I use Tesseract
tesseract 5.3.0-rc1-2-gf2519 leptonica-1.82.0 libgif 5.2.1 : libjpeg 8d (libjpeg-turbo 2.1.4) : libpng 1.6.39 : libtiff 4.4.0 : zlib 1.2.11 : libwebp 1.2.4 : libopenjp2 2.5.0 and testdata_best
I am trying out some OCR using Tesseract. It outputs the result, though not perfectly. When I tried the OCR on a passport, it returned with extra spaces in between words, which is completely irrelevant. On some documents, it interpreted I as 1. Are there settings to set to improve its accuracy?

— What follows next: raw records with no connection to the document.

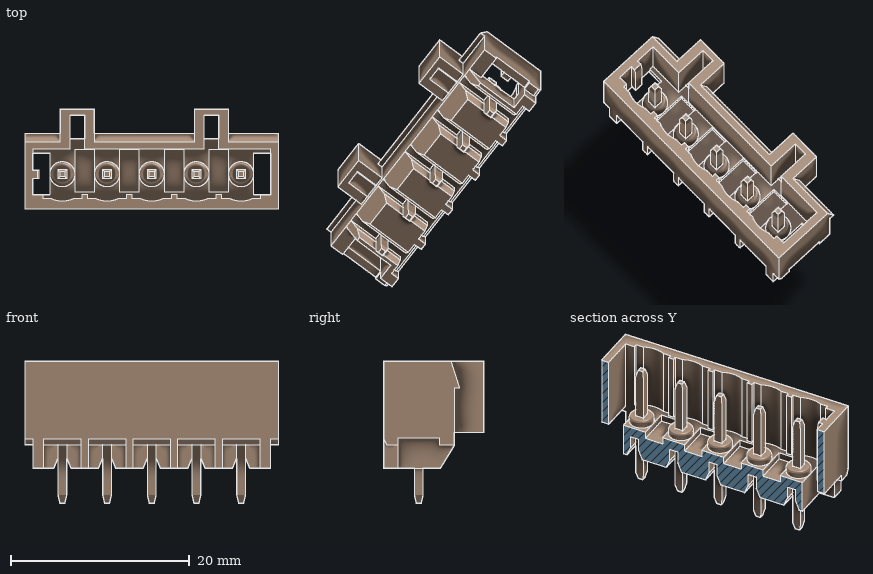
import cadquery as cq

LENGTH = 28.4
TOP_Z = 12.0
SKIRT_Z = 2.65
SKIRT_CHAMFER_DEPTH = 0.35
SKIRT_CHAMFER_HEIGHT = 0.68
BACK_Y = 7.9

LIP_Y = 8.5
LIP_Z = 9.0
LIP_TOP_Y = 7.53

PIN_COUNT = 5
PITCH = 5.0
PIN_Y = 3.92
PIN_SIZE = 1.0
PIN_TIP_SIZE = 0.57
PIN_BOTTOM_Z = -3.9
PIN_TOP_Z = 11.08
PIN_LOWER_TAPER = 0.9
PIN_UPPER_TAPER = 0.85
pin_y_range = (PIN_Y - PIN_SIZE / 2, PIN_Y + PIN_SIZE / 2)
pin_xs = [(i - (PIN_COUNT - 1) / 2) * PITCH for i in range(PIN_COUNT)]
gap_xs = [(left + right) / 2 for left, right in zip(pin_xs, pin_xs[1:])]

WALL = 0.9
FLOOR_Z = 4.0
CAVITY_FRONT_Y = 1.62
CAVITY_BACK_Y = 6.75
RECESS_Y = 1.2
RECESS_END_MARGIN = 1.1
RIB_WIDTH = 0.62
SCALLOP_RADIUS = 3.0
half_cavity = LENGTH / 2 - WALL

BOSS_DIAMETER = 2.8
BOSS_HEIGHT = 0.85
BOSS_ROUNDING = 0.4
POCKET_FRONT_Y = 1.9
POCKET_BACK_Y = 6.67
POCKET_DEPTH = 0.85

OPENING_BACK_Y = 6.25
NOTCH_Z = 3.4
half_base = pin_xs[-1] + BOSS_DIAMETER / 2

BASE_FRONT_Y = 0.97
BASE_SLOPE_Z = 2.55
BASE_SLOPE_Y = 6.33
FOOT_GAP = 4.2
SLOT_FLARE_WIDTH = 1.93
SLOT_FLARE_HEIGHT = 1.15

TOWER_WIDTH = 3.83
TOWER_SLOT_WIDTH = 1.62
TOWER_BACK_Y = 11.2
TOWER_SLOT_BACK_Y = 10.5
TOWER_OFFSET = 1.68
TOWER_PINS = (0, 3)
tower_xs = [pin_xs[i] + TOWER_OFFSET for i in TOWER_PINS]

KEY_Y = 3.9
KEY_WIDTH = 0.97
KEY_TOP_LENGTH = 0.5
KEY_LENGTH = 0.68
KEY_TAPER_HEIGHT = 1.1


def block(x_range, y_range, z_range):
    """Box between the given limits."""
    (x0, x1), (y0, y1), (z0, z1) = x_range, y_range, z_range
    return cq.Workplane("XY").box(x1 - x0, y1 - y0, z1 - z0, centered=False).translate((x0, y0, z0))


def centred_block(x, width, y_range, z_range):
    """Box of the given width, centred on x."""
    return block((x - width / 2, x + width / 2), y_range, z_range)


def side_prism(points, width, x=0.0):
    """(Y, Z) outline extruded to the given width, centred on x."""
    return cq.Workplane("YZ").polyline(points).close().extrude(width / 2, both=True).translate((x, 0, 0))


def make_shell():
    return side_prism(
        [
            (0, SKIRT_Z + SKIRT_CHAMFER_HEIGHT),
            (SKIRT_CHAMFER_DEPTH, SKIRT_Z),
            (BACK_Y, SKIRT_Z),
            (BACK_Y, LIP_Z),
            (LIP_Y, LIP_Z),
            (LIP_TOP_Y, TOP_Z),
            (0, TOP_Z),
        ],
        LENGTH,
    )


def make_base():
    return side_prism(
        [
            (BASE_FRONT_Y, 0),
            (BASE_SLOPE_Y, 0),
            (BACK_Y, BASE_SLOPE_Z),
            (BACK_Y, SKIRT_Z),
            (BASE_FRONT_Y, SKIRT_Z),
        ],
        2 * half_base,
    )


def make_front_feet():
    """Front strip under the shell, split into feet by a gap in front of each pin."""
    chamfer_top_z = SKIRT_Z + SKIRT_CHAMFER_HEIGHT
    feet = block((-half_cavity, half_cavity), (0, CAVITY_FRONT_Y), (0, chamfer_top_z))
    gap_outline = [
        (0, 0),
        (BASE_FRONT_Y, 0),
        (BASE_FRONT_Y, SKIRT_Z),
        (SKIRT_CHAMFER_DEPTH, SKIRT_Z),
        (0, chamfer_top_z),
    ]
    for x in pin_xs:
        feet = feet.cut(side_prism(gap_outline, FOOT_GAP, x))
    return feet


def make_cavity():
    """Plug space: full-depth box plus the ribbed and scalloped recess in the front wall."""
    half_recess = half_cavity - RECESS_END_MARGIN
    recess = block((-half_recess, half_recess), (RECESS_Y, CAVITY_FRONT_Y), (FLOOR_Z, TOP_Z))
    for x in pin_xs:
        pin_axis = cq.Workplane("XY", origin=(x, PIN_Y, FLOOR_Z))
        scallop = pin_axis.circle(SCALLOP_RADIUS).extrude(TOP_Z - FLOOR_Z)
        front = centred_block(x, PITCH - RIB_WIDTH, (0, CAVITY_FRONT_Y), (FLOOR_Z, TOP_Z))
        recess = recess.union(scallop.intersect(front))
    for x in gap_xs:
        recess = recess.cut(centred_block(x, RIB_WIDTH, (0, CAVITY_FRONT_Y), (FLOOR_Z, TOP_Z)))
    main = block((-half_cavity, half_cavity), (CAVITY_FRONT_Y, CAVITY_BACK_Y), (FLOOR_Z, TOP_Z))
    return main.union(recess)


def make_boss(x):
    boss = cq.Workplane("XY", origin=(x, PIN_Y, FLOOR_Z)).circle(BOSS_DIAMETER / 2).extrude(BOSS_HEIGHT)
    return boss.faces(">Z").edges().fillet(BOSS_ROUNDING)


def make_key():
    """Coding key on the left end wall, tapered at its top."""
    tip_x = KEY_LENGTH - half_cavity
    outline = [
        (-half_cavity, FLOOR_Z),
        (tip_x, FLOOR_Z),
        (tip_x, TOP_Z - KEY_TAPER_HEIGHT),
        (KEY_TOP_LENGTH - half_cavity, TOP_Z),
        (-half_cavity, TOP_Z),
    ]
    key = cq.Workplane("XZ").polyline(outline).close().extrude(KEY_WIDTH / 2, both=True)
    return key.translate((0, KEY_Y, 0))


def make_pin_slot(x):
    """Pin-wide slot through the base, flared at its lower end."""
    outline = [
        (x - SLOT_FLARE_WIDTH / 2, 0),
        (x - PIN_SIZE / 2, SLOT_FLARE_HEIGHT),
        (x - PIN_SIZE / 2, SKIRT_Z),
        (x + PIN_SIZE / 2, SKIRT_Z),
        (x + PIN_SIZE / 2, SLOT_FLARE_HEIGHT),
        (x + SLOT_FLARE_WIDTH / 2, 0),
    ]
    return cq.Workplane("XZ").polyline(outline).close().extrude(-BACK_Y)


def make_housing():
    """Shell, base, feet and towers, hollowed out, with the key and the bored bosses added."""
    housing = make_shell().union(make_base()).union(make_front_feet())
    for x in tower_xs:
        housing = housing.union(
            centred_block(x, TOWER_WIDTH, (CAVITY_BACK_Y, TOWER_BACK_Y), (FLOOR_Z, TOP_Z))
        )

    housing = housing.cut(make_cavity())
    for x in tower_xs:
        housing = housing.cut(
            centred_block(x, TOWER_SLOT_WIDTH, (CAVITY_BACK_Y, TOWER_SLOT_BACK_Y), (FLOOR_Z, TOP_Z))
        )
    for x in gap_xs:
        housing = housing.cut(
            centred_block(
                x, PITCH - BOSS_DIAMETER, (POCKET_FRONT_Y, POCKET_BACK_Y), (FLOOR_Z - POCKET_DEPTH, FLOOR_Z)
            )
        )
    opening_y = (CAVITY_FRONT_Y, OPENING_BACK_Y)
    for x0, x1 in [(-half_cavity, -half_base), (half_base, half_cavity)]:
        housing = housing.cut(block((x0, x1), opening_y, (0, FLOOR_Z)))
    for x0, x1 in [(-LENGTH / 2, -half_cavity), (half_cavity, LENGTH / 2)]:
        housing = housing.cut(block((x0, x1), opening_y, (0, NOTCH_Z)))

    housing = housing.union(make_key())
    for x in pin_xs:
        housing = housing.union(make_boss(x)).cut(make_pin_slot(x))
        housing = housing.cut(centred_block(x, PIN_SIZE, pin_y_range, (0, TOP_Z)))
    return housing


def pin_tip(x, z, height):
    """Square taper from the full pin size at z to the tip size."""
    tip = cq.Workplane("XY").rect(PIN_SIZE, PIN_SIZE).workplane(offset=height)
    return tip.rect(PIN_TIP_SIZE, PIN_TIP_SIZE).loft(ruled=True).translate((x, PIN_Y, z))


def make_pin(x):
    shank_bottom_z = PIN_BOTTOM_Z + PIN_LOWER_TAPER
    shank_top_z = PIN_TOP_Z - PIN_UPPER_TAPER
    shank = centred_block(x, PIN_SIZE, pin_y_range, (shank_bottom_z, shank_top_z))
    lower_tip = pin_tip(x, shank_bottom_z, -PIN_LOWER_TAPER)
    upper_tip = pin_tip(x, shank_top_z, PIN_UPPER_TAPER)
    return shank.union(lower_tip).union(upper_tip)


housing = make_housing()
pins = [make_pin(x) for x in pin_xs]

result = cq.Compound.makeCompound([housing.val(), *[pin.val() for pin in pins]])

This is one such example:
Expected output
P<CZESPECIMEN<<VZOR<<<<<<<<<<<<<<<<<<<<<<<<<< 99009054<4CZE6906229F16072996956220612<<<<74
Actual output
P<C ZESPE C I MEN<<VZOR<<<<<<<<-<<<<<<<<<<<<<<<<< 99009054<4C Z E6906229F16072996956220612<<<<74
Code
public static void main(String[] args) throws IOException {
String data = "I will write this String to File in Java";
int noOfLines = 10000;
nu.pattern.OpenCV.loadLocally();
Mat matImage = Imgcodecs.imread("src/main/resources/passport4.jpg");
MatOfByte matOfByte = new MatOfByte();
Imgcodecs.imencode(".jpg", matImage, matOfByte);
byte[] byteArray = matOfByte.toArray();
BufferedImage bufferedImage = ImageIO.read(new ByteArrayInputStream(byteArray));
Binarization.returnBuffered(bufferedImage);
BytePointer outText;
TessBaseAPI api = new TessBaseAPI();
api.SetPageSegMode(13);
api.oem();
api.SetVariable("--oem", "1");
api.SetVariable("preserve_interword_spaces", "1");
api.SetVariable("tessedit_timing_debug", "1");
if (api.Init(null, "eng") != 0) {
System.err.println("Could not initialize tesseract.");
System.exit(1);
}
PIX image = pixRead(args.length > 0 ? args[0] : "saved.png");
api.SetImage(image);
outText = api.GetUTF8Text();
System.out.println("OCR output:\n" + outText.getString());
writeToFile.writeUsingFileWriter(outText.getString());
api.End();
outText.deallocate();
pixDestroy(image);
}